6. Maintenance Comparison
Flying Shear
- Requires maintenance of carriage system
- Servo motors and encoders
- Timing and synchronization critical
Rotary Shear
- Rotating blade maintenance
- Simpler mechanical system
- Easier servicing and lower downtime
7. Typical Industries
Flying Shear Applications
- Roofing and cladding production
- Structural steel manufacturing
- Automotive components
- High-volume production lines
Rotary Shear Applications
- Coil processing lines
- Tube mills
- Strip trimming and slitting operations
- Continuous manufacturing processes
8. Advantages and Disadvantages
Flying Shear
Advantages
- High precision cut-to-length
- Continuous production
- Suitable for finished profiles
- High automation capability
Disadvantages
- Higher cost
- More complex system
- Higher maintenance requirements
Rotary Shear
Advantages
- Simple design
- Continuous operation
- Lower cost
- Low maintenance
- High throughput
Disadvantages
- Limited flexibility for cut-to-length
- Less precise for variable lengths
- Not ideal for finished profile cutting
9. When to Choose Each Option
Choose Flying Shear When:
- Precise cut-to-length is required
- Finished profiles need accurate lengths
- Production speed and quality are critical
Example: Roofing panel production lines
Choose Rotary Shear When:
- Continuous strip processing is required
- Cutting is part of inline processing
- Simplicity and reliability are priorities
Example: Tube mills and coil processing lines
10. Real Production Examples
Example 1: Roofing Panel Manufacturing
- System: Flying shear
- Requirement: Accurate panel lengths
Ensures precise finished products
Example 2: Tube Mill Production
- System: Rotary shear
- Requirement: Continuous strip processing
High-speed continuous cutting
Example 3: Coil Processing Line
- System: Rotary shear
11. FAQ
What is the main difference between flying shear and rotary shear?

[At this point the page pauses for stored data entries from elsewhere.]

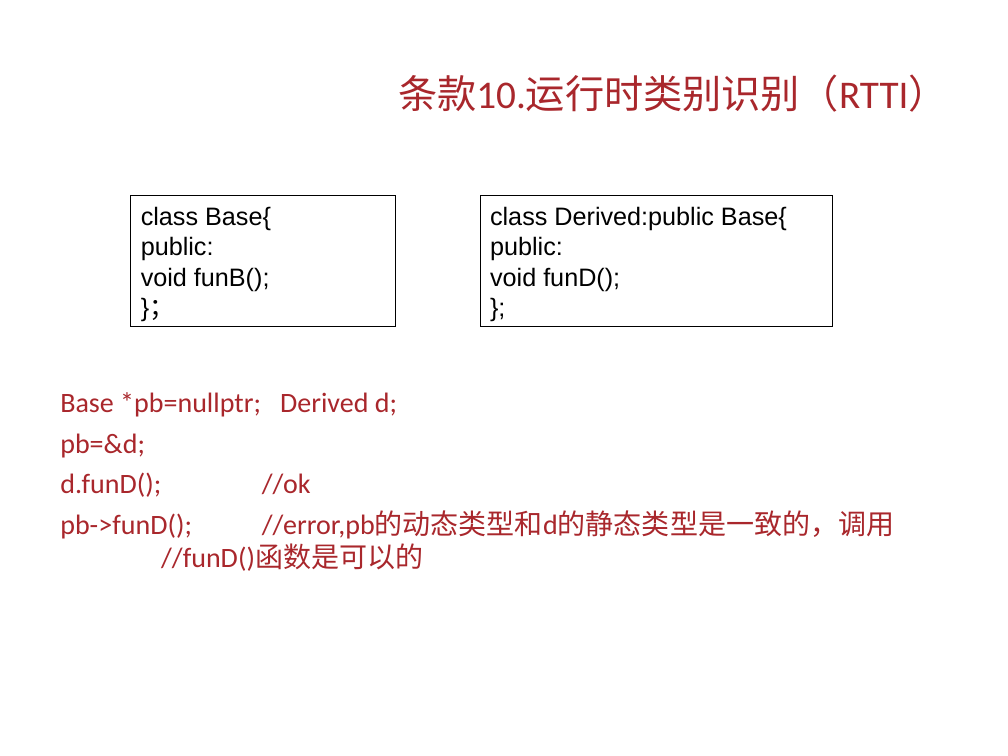
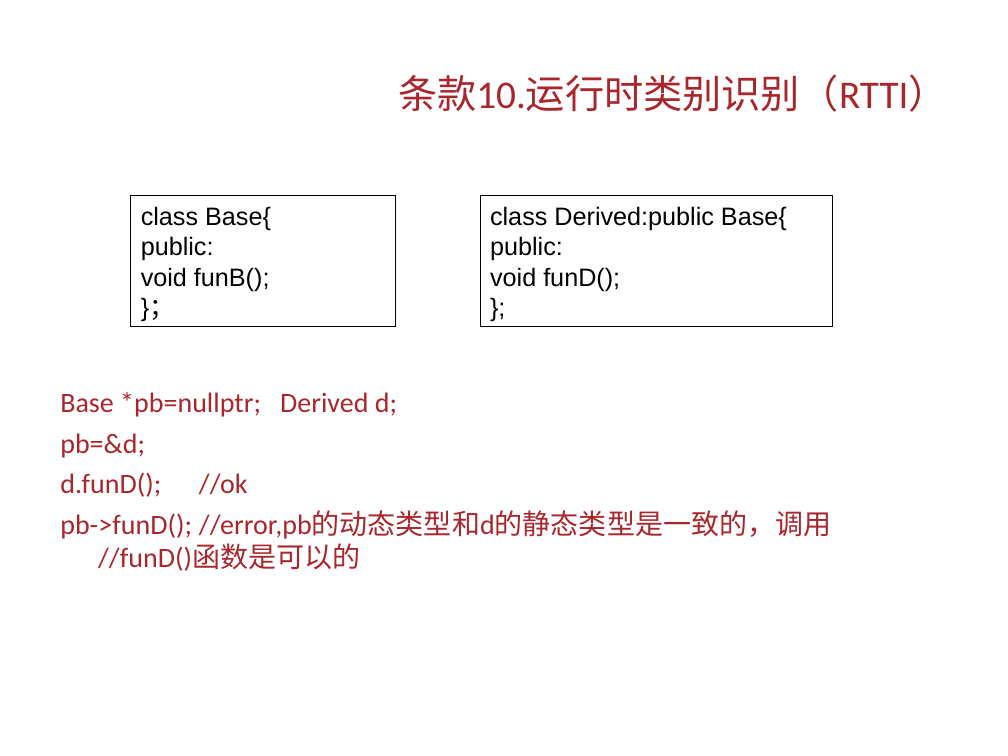
Before and after one commit to Changhe160/Changhe160.github.io, a slide deck: slide 17 of teachingRes/Cplusplus/unit13C++编程杂谈.ppt. Drawn at 1008x756 pixels with LibreOffice and Linux fonts; fonts in the diff are those of the drawing; background and template pictures are left out. Boxes give left, top, right and bottom in pixels: in the first picture for what was removed or moved away, otherwise in the second. Text is boxed around its words. In the diff, an @@ line names an element or a change of style, - is before the commit and + after.

```diff
--- a/teachingRes/Cplusplus/unit13C++编程杂谈.ppt
+++ b/teachingRes/Cplusplus/unit13C++编程杂谈.ppt
@@ text "Base *pb=nullptr; Derived d;" at [60, 392, 831, 571]: indent changed @@
```
Also in this commit, not shown: 4 other slides changed, 1 slide added, 1 slide removed, 3 other files.

Flying shear moves with the material to cut precise lengths, while rotary shear uses rotating blades for continuous cutting.
Which is more accurate?
Flying shear is more accurate for cut-to-length applications.
Which is faster?
Both are high-speed, but rotary shear offers maximum continuous throughput.
Which is cheaper?
Rotary shear systems are generally cheaper.
Which is better for roll forming lines?
Flying shear is better for finished profile cutting, while rotary shear is better for continuous strip processing.
Which should I choose?
Choose flying shear for precision and finished products, and rotary shear for continuous, high-speed processing.